RENEE MONTAGNE, host:
In Russia, the results of parliamentary elections were no surprise. And since President Vladimir Putin's party won in a landslide last Sunday, critics have said that authorities manipulated those elections to a shocking degree. They say Russia has become substantially more authoritarian as a result.
NPR's Gregory Feifer has talked to people around Moscow now that the vote has sunk in.
GREGORY FEIFER: Bilingua is a popular hangout for Moscow's bohemian artsy young crowd. Located in a trendy old neighborhood, the bar's large industrial-looking space includes a bookshop and hosts literary evenings.
You'd expect a lot of those here to be upset by reports of widespread fraud during last weekend's elections, but you'd be wrong.
Ms. KASHA KUTCHUSONIS (Museum curator): (Russian spoken)
FEIFER: Museum curator Kasha Kutchusonis(ph) says she didn't vote in the election because she believed the results were predictable, but she says she is not concerned about the lack of democracy in Russia.
Ms. KUTCHUSONIS (Museum curator): (Russian spoken)
FEIFER: Russia is stable, and it's on the right path, Kutchusonis says. And anyway, I'm not really interested in politics.
A couple tables away, 18-year-old student Alexi Aksandra(ph) says he voted for Putin's United Russia Party, which swept 70 percent of seats in the parliament.
Mr. ALEXI AKSANDRA (Student): (Russian spoken)
FEIFER: I was a little concerned about the cult of personality being built around Putin, he said, but I like the president's course. I mean he looks good on television and he's respected. Maybe there is a dictatorship in Russia, but I'm not worried about it.
But others are worried. Independent elections monitors reported systematic abuse of last Sunday's elections. They say the authorities harassed opposition campaigners, stuffed ballots, and forced state employees to vote for pro-Kremlin United Russia.
Across town from the Bilingua bar, some of the country's leading political observers gathered to make sense of the elections. The mood was decidedly grim. Grigory Satarov of the INDEM foundation said the authorities have revived Soviet-style control under which society is afraid to voice or vote for its own interests.
Mr. GRIGORY SATAROV (Information Science for Democracy Foundation): (Through translator) Public opinion in Russia no longer exists. People vote how they're expected; they say what they believe they're expected to say. If politics is a battlefield of competing interests, then Russia has no politics either. One group controls everything.
FEIFER: That's the group that runs the Kremlin and mostly includes former security service offices. Many believe that they ordered regional governors appointed by Putin to deliver a certain number of votes during the election, which they falsified.
In the troubled region of Chechnya, 99 percent of the electorate voted for United Russia. Dimitri Eraskian(ph) of the Mercator Group says the manipulation was so great it changed the nature of Russian's authoritarianism.

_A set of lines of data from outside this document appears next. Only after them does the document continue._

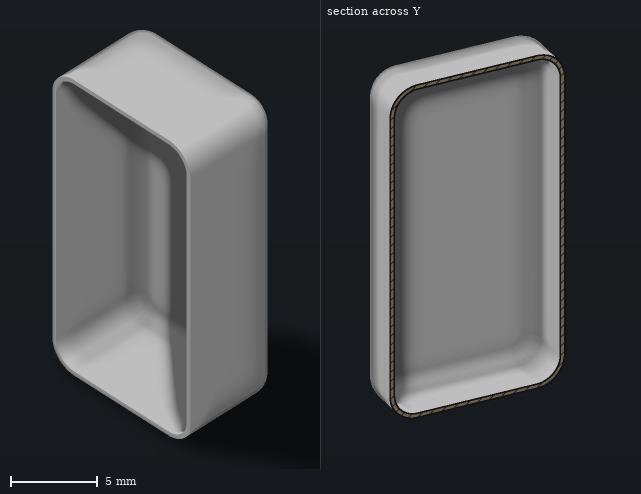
import cadquery as cq

width = 11.3
depth = 7.0
height = 22.0

wall = 0.3
corner_radius = 1.8
floor_radius = 1.2


def rounded_block(inset):
    """Block inset from the outer skin on every side except the open -Y end."""
    return (
        cq.Workplane("XZ")
        .rect(width - 2 * inset, height - 2 * inset)
        .extrude(-(depth - inset))
        .edges("|Y")
        .fillet(corner_radius - inset)
        .faces(">Y")
        .edges()
        .fillet(floor_radius - inset)
    )


outer_body = rounded_block(0)
cavity = rounded_block(wall)

result = outer_body.cut(cavity)

Mr. DIMITRI ERASKIAN: (Russian spoken)
FEIFER: And it will get worse. To deny the falsifications and pretend everything is normal it will be necessary to further clamp down against the opposition, independent media, and the Internet, to plug all the holes from which true information can flow.
Eraskian says Putin's power base resembles a feudal system of government.
Mr. ERASKIAN: (Through translator) Local elites are loyal to Putin's United Russia Party, and in return they're allowed to do whatever they want in their regions. But the Kremlin's increasing control over a massive country is leading toward a dead-end situation - the same that resulted in the Soviet collapse.
FEIFER: Analysts say last weekend's parliamentary elections were a warm-up for the presidential election next March when Putin is required to step down. Many believe he'll hold onto power, possibly by becoming prime minister, while selecting a weak figure to succeed him in the presidency.
Putin's United Russia Party is set to pick its presidential candidate in less than two weeks.